FRANKFURT (awp international) – Die in der Schweiz ansässige Sportrechte-Agentur Infront soll unter dem neuen Eigentümer Bridgepoint in den kommenden fünf bis sechs Jahren zur globalen Nummer eins der Branche werden. Das Ziel laute, den amerikanischen Wettbewerber IMG von der Spitze zu verdrängen, kündigte Xavier Robert, Partner der Beteiligungsgesellschaft Bridgepoint, an. Wie die «Frankfurter Allgemeine Zeitung» in ihrer Montagsausgabe berichtet, wächst Infront «im Schnitt 10 Prozent im Jahr auf einem Markt, der jährlich um 4 bis 5 Prozent zulegt», wie Robert sagte.

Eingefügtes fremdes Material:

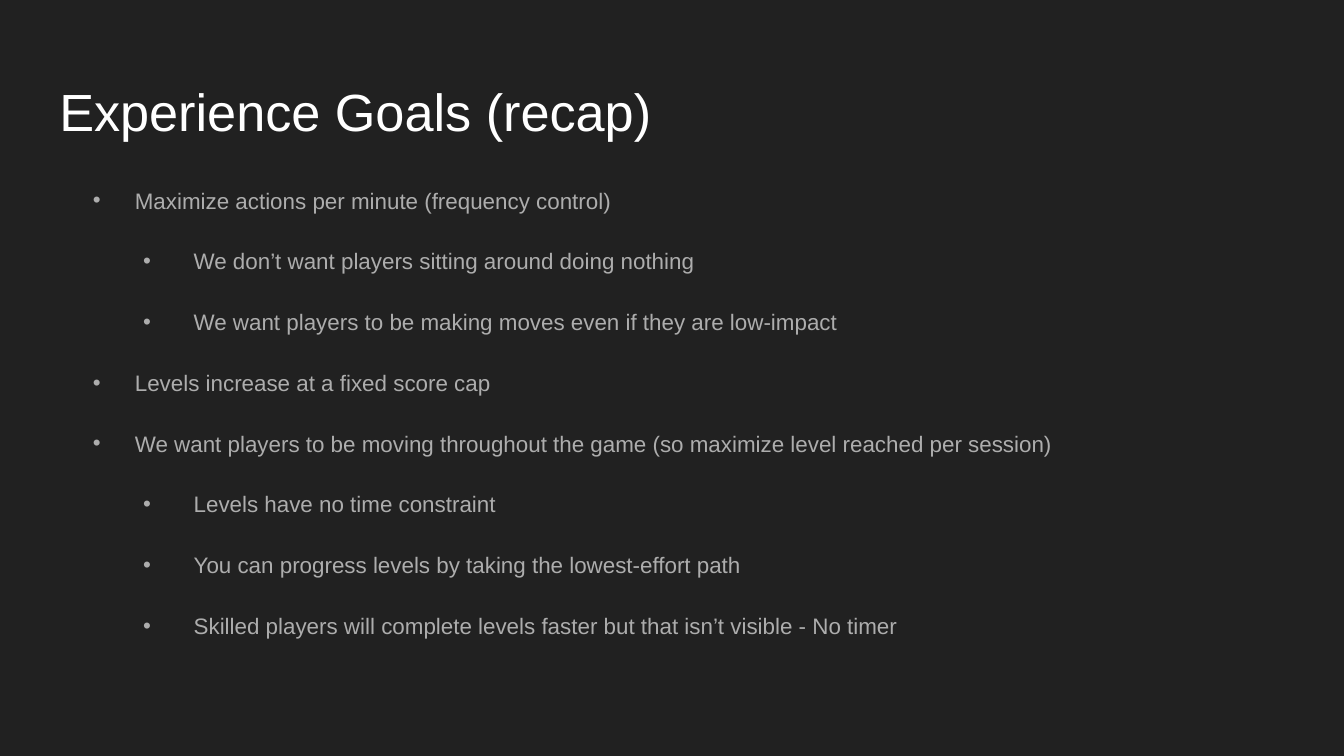
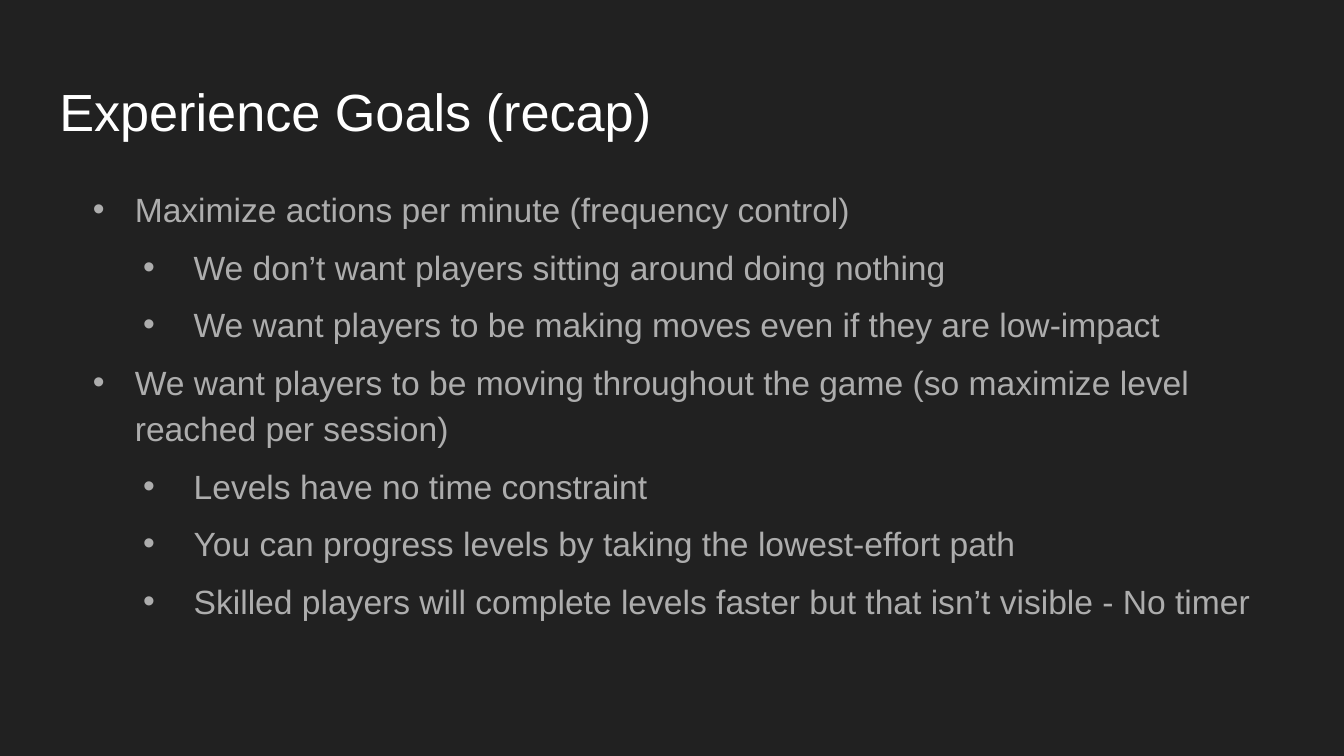
Before and after one commit to lambertwang-zz/imgd3900_site, a slide deck: slide 10 of assignment12/assignment12.pptx (slide 7 before the commit). Drawn at 1344x756 pixels with LibreOffice and Linux fonts; fonts in the diff are those of the drawing. Boxes give left, top, right and bottom in pixels: in the first picture for what was removed or moved away, otherwise in the second. Text is boxed around its words. In the diff, an @@ line names an element or a change of style, - is before the commit and + after.

```diff
--- a/assignment12/assignment12.pptx
+++ b/assignment12/assignment12.pptx
@@ text "Maximize actions per minute (frequency ..." at [135,197,1250,620]: size 12 to 18 pt; less space between paragraphs @@
@@ text at [135,375,490,396]: paragraph removed @@
-• Levels increase at a fixed score cap
```
Also in this commit, not shown: 4 other slides changed, 4 slides added, 3 slides removed.
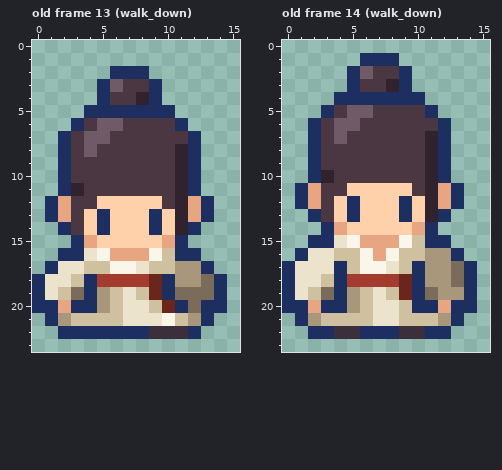
A pixel-art file gets an edit: assets/aseprite/character/main_character_robes_ai.aseprite. Above, as it was before the edit.
16x24 pixels, 24 frames. Shown: old frame 13 (walk_down), old frame 14 (walk_down). The commit also changed other frames, which this record leaves out.
After:
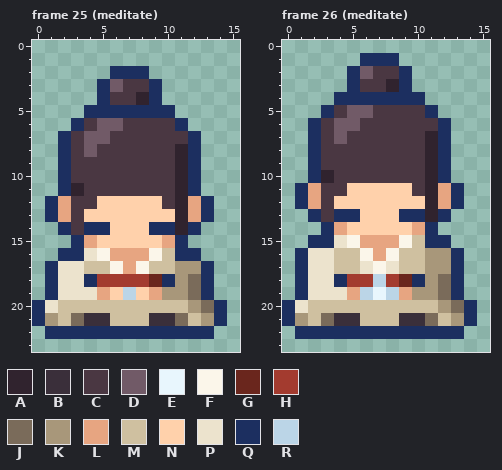
Palette (. is transparent): A #30232e  B #3a2f3a  C #4a3742  D #715a67  E #e8f6fd  F #fbf6ea  G #6a261d  H #a33b2f  J #7a6b5a  K #a8977a  L #e7a581  M #cfc0a0  N #ffd1ab  P #ece3cd  Q #1c2f60  R #bbd5e7
A new or re-ordered frame is compared with the old frame closest to it.
From old to new:
{"change": "frames 24 -> 40"}
{"where": "frame 25 (meditate) is new; against old frame 13 (walk_down)"}
{"frame":25,"y":13,"x":5,"old":"Q","new":"N"}
{"frame":25,"y":13,"x":9,"old":"Q","new":"N"}
{"frame":25,"y":14,"x":4,"old":"N","new":"Q"}
{"frame":25,"y":14,"x":10,"old":"N","new":"Q"}
{"frame":25,"y":17,"x":7,"old":"FP","new":"LF"}
{"frame":25,"y":18,"x":0,"old":"QP","new":".Q"}
{"frame":25,"y":18,"x":3,"old":"M","new":"P"}
{"frame":25,"y":18,"x":12,"old":"KJQ","new":"JQ."}
{"frame":25,"y":19,"x":0,"old":"QPMJQKMPMGQJ","new":".QPPPLNRNLKK"}
{"frame":25,"y":19,"x":13,"old":"JQ","new":"Q."}
{"frame":25,"y":20,"x":1,"old":"QLQQK","new":"PMMMM"}
{"frame":25,"y":20,"x":7,"old":"PP","new":"MM"}
{"frame":25,"y":20,"x":10,"old":"GQJQ","new":"MMKJ"}
{"frame":25,"y":21,"x":0,"old":".QKMMM","new":"QKMJBB"}
{"frame":25,"y":21,"x":7,"old":"PPPFMKQ.","new":"MMBBJMKQ"}
{"frame":25,"y":22,"x":1,"old":".","new":"Q"}
{"frame":25,"y":22,"x":9,"old":"BBB","new":"QQQ"}
{"frame":25,"y":22,"x":13,"old":".","new":"Q"}
{"where": "frame 26 (meditate) is new; against old frame 14 (walk_down)"}
{"frame":26,"y":12,"x":5,"old":"Q","new":"N"}
{"frame":26,"y":12,"x":9,"old":"Q","new":"N"}
{"frame":26,"y":13,"x":4,"old":"N","new":"Q"}
{"frame":26,"y":13,"x":10,"old":"N","new":"Q"}
{"frame":26,"y":17,"x":0,"old":"QP","new":".Q"}
{"frame":26,"y":17,"x":4,"old":"Q","new":"M"}
{"frame":26,"y":17,"x":6,"old":"F","new":"P"}
{"frame":26,"y":17,"x":10,"old":"Q","new":"M"}
{"frame":26,"y":17,"x":13,"old":"JQ","new":"Q."}
{"frame":26,"y":18,"x":0,"old":"QP","new":".Q"}
{"frame":26,"y":18,"x":3,"old":"M","new":"P"}
{"frame":26,"y":18,"x":7,"old":"H","new":"R"}
{"frame":26,"y":18,"x":12,"old":"KJQ","new":"JQ."}
{"frame":26,"y":19,"x":0,"old":"QPMJQKMPMGQJKKQ","new":".QPPPLRERLKKJQ."}
{"frame":26,"y":20,"x":1,"old":"QLQQK","new":"PMMMM"}
{"frame":26,"y":20,"x":7,"old":"PP","new":"MM"}
{"frame":26,"y":20,"x":10,"old":"QQLQ","new":"MMKJ"}
{"frame":26,"y":21,"x":0,"old":".QKMMM","new":"QKMJBB"}
{"frame":26,"y":21,"x":7,"old":"PPMMMKQ.","new":"MMBBJMKQ"}
{"frame":26,"y":22,"x":1,"old":".","new":"Q"}
{"frame":26,"y":22,"x":4,"old":"BB","new":"QQ"}
{"frame":26,"y":22,"x":9,"old":"BB","new":"QQ"}
{"frame":26,"y":22,"x":13,"old":".","new":"Q"}

Das Unternehmen sei aber in einigen Ländern und Regionen noch nicht stark genug vertreten – etwa Südamerika, Grobritannien und Frankreich. «Wir haben keine Intention, nach Amerika zu expandieren», fügte der Bridgepoint-Partner hinzu. Der Finanzinvestor hatte am Freitagabend die vollständige Übernahme von Infront bekanntgegeben.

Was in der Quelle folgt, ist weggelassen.